Texas Arrests First Abortion Provider Under Ban in Terrifying Sign
This is the first time the Lone Star State has arrested an abortion provider.

Abortion providers are now being arrested in Texas.
Maria Margarita Rojas, a 48-year-old Houston-area midwife, was arrested in the Lone Star State Monday on allegations that she had provided illegal abortions.
Attorney General Ken Paxton announced the charges against Rojas Monday afternoon. It’s the first instance in which an abortion provider has faced criminal consequences in the wake of Texas’s 2022 abortion ban.
“In Texas, life is sacred. I will always do everything in my power to protect the unborn, defend our state’s pro-life laws, and work to ensure that unlicensed individuals endangering the lives of women by performing illegal abortions are fully prosecuted,” Paxton said in a statement.
“Texas law protecting life is clear, and we will hold those who violate it accountable,” he added.
Paxton’s office charged Rojas, known locally as “Dr. Maria,” with operating a network of clinics between Waller, Cypress, and Spring in the northwest Houston area. The clinics allegedly “unlawfully employed unlicensed individuals who falsely presented themselves as licensed medical professionals,” according to a press release.
The consequences for Rojas could be extreme: Under Texas law, she could face life in prison and have her state medical license revoked.
Texas permits abortions only in the most rare and dire circumstances in order to save the life of a pregnant patient, and even then, they’re not guaranteed. Last year, Kate Cox was forced to flee Texas for emergency care even after a court ruled that the 31-year-old mother of two should have access to an abortion under the ban’s medical emergencies clause. But Paxton intervened in the court ruling, threatening that any Texas abortion provider believed to help Cox would face felony charges.

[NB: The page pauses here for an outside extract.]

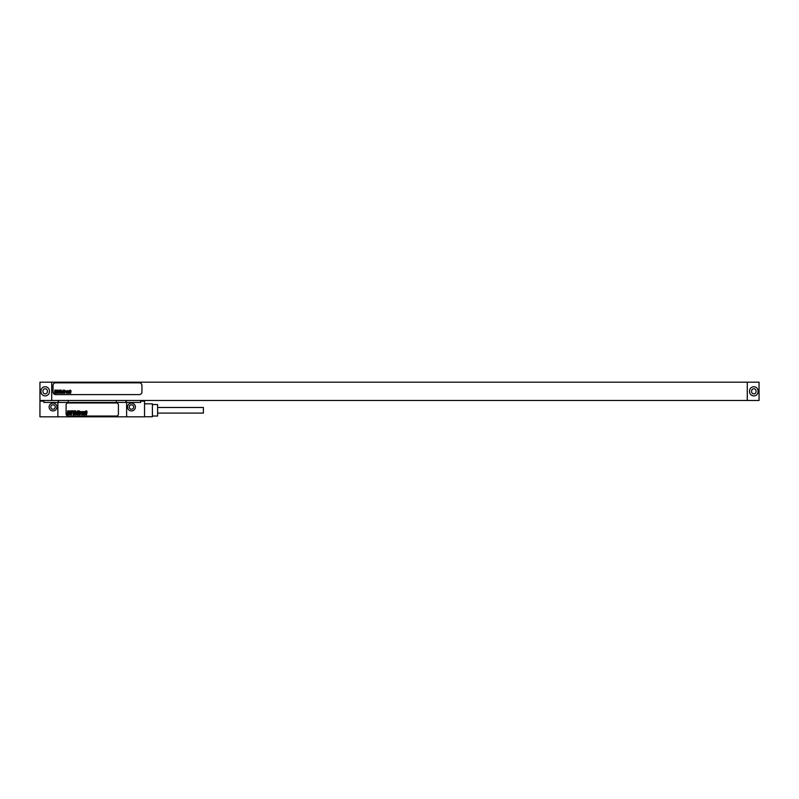 <?xml version="1.0" encoding="UTF-8"?>
<svg xmlns="http://www.w3.org/2000/svg" width="799" height="799" viewBox="0 0 799 799"><rect width="100%" height="100%" fill="white"/><g stroke="black" fill="none" stroke-linecap="round" stroke-linejoin="round"><path stroke-width="1.2" d="M747.285 400.479L759.05 400.479L759.05 382.172L747.285 382.172L747.285 400.479L51.715 400.479L51.715 382.172L747.285 382.172M51.715 382.172L39.95 382.172L39.95 400.479L51.715 400.479M749.572 391.001L749.572 391.66A4.245 4.245 0 0 0 753.817 395.904A4.245 4.245 0 0 0 758.071 391.66L758.071 391.001A4.245 4.245 0 0 0 753.817 386.756A4.245 4.245 0 0 0 749.572 391.001M40.929 391.66A4.245 4.245 0 0 0 45.183 395.904A4.245 4.245 0 0 0 49.428 391.66L49.428 391.001A4.245 4.245 0 0 0 45.183 386.756A4.245 4.245 0 0 0 40.929 391.001L40.929 391.66M55.64 394.596L139.316 394.596A2.617 2.617 0 0 0 141.932 391.979L141.932 385.448A2.617 2.617 0 0 0 139.316 382.831L55.64 382.831A2.617 2.617 0 0 0 53.024 385.448L53.024 391.979A2.617 2.617 0 0 0 55.64 394.596M42.956 391.66A2.227 2.227 0 0 0 45.183 393.877A2.227 2.227 0 0 0 47.401 391.66L47.401 391.001A2.227 2.227 0 0 0 45.183 388.783A2.227 2.227 0 0 0 42.956 391.001L42.956 391.66M751.599 391.001L751.599 391.66A2.227 2.227 0 0 0 753.817 393.877A2.227 2.227 0 0 0 756.044 391.66L756.044 391.001A2.227 2.227 0 0 0 753.817 388.783A2.227 2.227 0 0 0 751.599 391.001M57.858 402.446L43.875 402.446L43.875 401.138L39.95 401.138L39.95 416.828L57.858 416.828L57.858 402.446L140.624 402.446L140.624 401.138L144.549 401.138L144.549 416.828L57.858 416.828M126.632 416.828L126.632 402.446M127.55 407.021A3.925 3.925 0 0 0 131.475 410.936A3.925 3.925 0 0 0 135.391 407.021A3.925 3.925 0 0 0 131.475 403.096A3.925 3.925 0 0 0 127.55 407.021M49.099 407.021A3.925 3.925 0 0 0 53.024 410.936A3.925 3.925 0 0 0 56.949 407.021A3.925 3.925 0 0 0 53.024 403.096A3.925 3.925 0 0 0 49.099 407.021M68.065 416.039L116.434 416.039A1.958 1.958 0 0 0 118.402 414.082L118.402 404.923A1.958 1.958 0 0 0 116.434 402.966L68.065 402.966A1.958 1.958 0 0 0 66.097 404.923L66.097 414.082A1.958 1.958 0 0 0 68.065 416.039M144.549 403.815L152.389 403.815L152.389 416.758L144.549 416.758M152.389 404.534L157.623 404.534L157.623 416.039L152.389 416.039M157.623 407.48L203.385 407.48L203.385 413.093L157.623 413.093M50.806 407.021A2.227 2.227 0 0 1 53.024 404.793A2.227 2.227 0 0 1 55.251 407.021A2.227 2.227 0 0 1 53.024 409.238A2.227 2.227 0 0 1 50.806 407.021M129.248 407.021A2.227 2.227 0 0 1 131.475 404.793A2.227 2.227 0 0 1 133.693 407.021A2.227 2.227 0 0 1 131.475 409.238A2.227 2.227 0 0 1 129.248 407.021M55.391 390.451L55.211 391.45L55.391 390.451M54.911 390.022L54.332 393.288L55.131 391.929L55.071 393.288L55.62 393.288L56.06 390.142L54.911 390.022M57.628 390.651L56.549 390.112L56.709 392.738L56.11 391.939L56 393.198L57.069 393.208L56.919 390.571L56.989 391.15L57.628 390.651M58.017 390.022L57.438 393.288L57.997 393.288L58.836 390.451L58.017 390.022M59.925 390.022L59.346 393.288L60.315 392.858L60.814 390.022L59.925 390.022M61.074 390.022L60.494 393.288L61.074 390.022M61.972 391.67L62.182 390.981L61.972 391.67M61.913 392.039L62.552 392.039L62.672 390.711L61.593 391.12L61.333 393.208L62.232 393.208L62.502 392.299L61.833 392.938L61.913 392.039M63.141 390.022L62.562 393.288L63.231 392.029L63.74 393.288L64.15 390.621L63.341 391.6L63.141 390.022M64.499 390.022L64.389 393.298L65.059 390.621L64.499 390.022M66.217 391.23L65.228 390.631L64.759 393.288L65.658 391.031L65.678 391.71L66.217 391.23M66.866 391.12L66.627 392.938L66.866 391.12M66.387 391.12L66.547 393.308L67.506 391.12L67.036 390.611L66.387 391.12M68.824 391.23L67.825 390.631L67.356 393.288L68.315 391.011L68.464 393.288L68.824 391.23M69.203 390.621L68.734 393.288L69.203 390.621M70.052 390.022L69.473 393.288L70.152 392.029L70.652 393.288L71.061 390.621L70.252 391.6L70.052 390.022M68.285 411.325L68.075 412.524L68.285 411.325M67.705 410.806L67.016 414.731L67.685 414.731L67.975 413.103L67.895 414.731L68.564 414.731L69.084 410.956L67.705 410.806M70.971 411.565L70.951 410.916L69.673 410.926L69.323 412.514L70.012 413.243L69.743 414.242L69.823 413.113L69.153 413.113L69.024 414.621L70.292 414.631L70.112 411.475L70.202 412.164L70.971 411.565M71.431 410.806L70.741 414.731L71.411 414.731L72.419 411.325L72.509 410.806L71.431 410.806M73.718 410.806L73.029 414.731L74.097 414.731L74.527 412.324L74.786 410.806L73.718 410.806M75.106 410.806L74.407 414.731L74.986 414.731L75.675 410.806L75.106 410.806M76.185 412.783L76.434 411.964L76.185 412.783M76.115 413.233L76.874 413.233L77.024 411.635L75.725 412.134L75.416 414.631L76.494 414.631L76.814 413.552L76.015 414.311L76.115 413.233M77.583 410.806L76.894 414.731L77.693 413.223L77.713 414.731L78.302 414.731L78.791 411.535L77.823 412.703L78.122 410.806L77.583 410.806M79.211 410.806L79.081 414.741L79.89 411.535L79.211 410.806M81.268 412.264L81.278 411.675L80.09 411.535L79.53 414.731L80.1 414.731L80.599 412.024L80.619 412.833L81.268 412.264M82.057 412.124L81.768 414.311L82.057 412.124M81.478 412.134L81.128 414.142L81.678 414.751L82.816 412.134L82.257 411.515L81.478 412.134M84.414 412.264L84.414 411.665L83.206 411.535L82.647 414.731L83.216 414.731L83.795 411.994L83.396 414.731L83.975 414.731L84.414 412.264M84.854 411.535L84.295 414.731L84.864 414.731L85.433 411.535L84.854 411.535M85.883 410.806L85.183 414.731L85.992 413.223L86.012 414.731L86.602 414.731L87.091 411.535L86.122 412.703L86.422 410.806L85.883 410.806M58.537 402.446L58.537 400.479L58.537 402.446M125.962 402.446L125.962 400.479M116.274 402.446L116.274 400.479M68.225 402.446L68.225 400.479M126.242 402.446L126.242 400.479M58.257 402.446L58.257 400.479"/></g></svg>

Even out-of-state abortion providers have been threatened by the wide-reaching Texas law. In December, Paxton sued a New York doctor for prescribing the abortion pill to an in-state resident, demanding that the provider pay $100,000 for every violation of the state’s ban. The lawsuit was the first attempt to enforce a state abortion ban beyond its borders.
By and large, most Americans support abortion access. In a 2023 Gallup poll, just 12 percent of surveyed Americans said that abortion should be illegal in all circumstances. Meanwhile, 69 percent believe that it should be legal in the first trimester of pregnancy.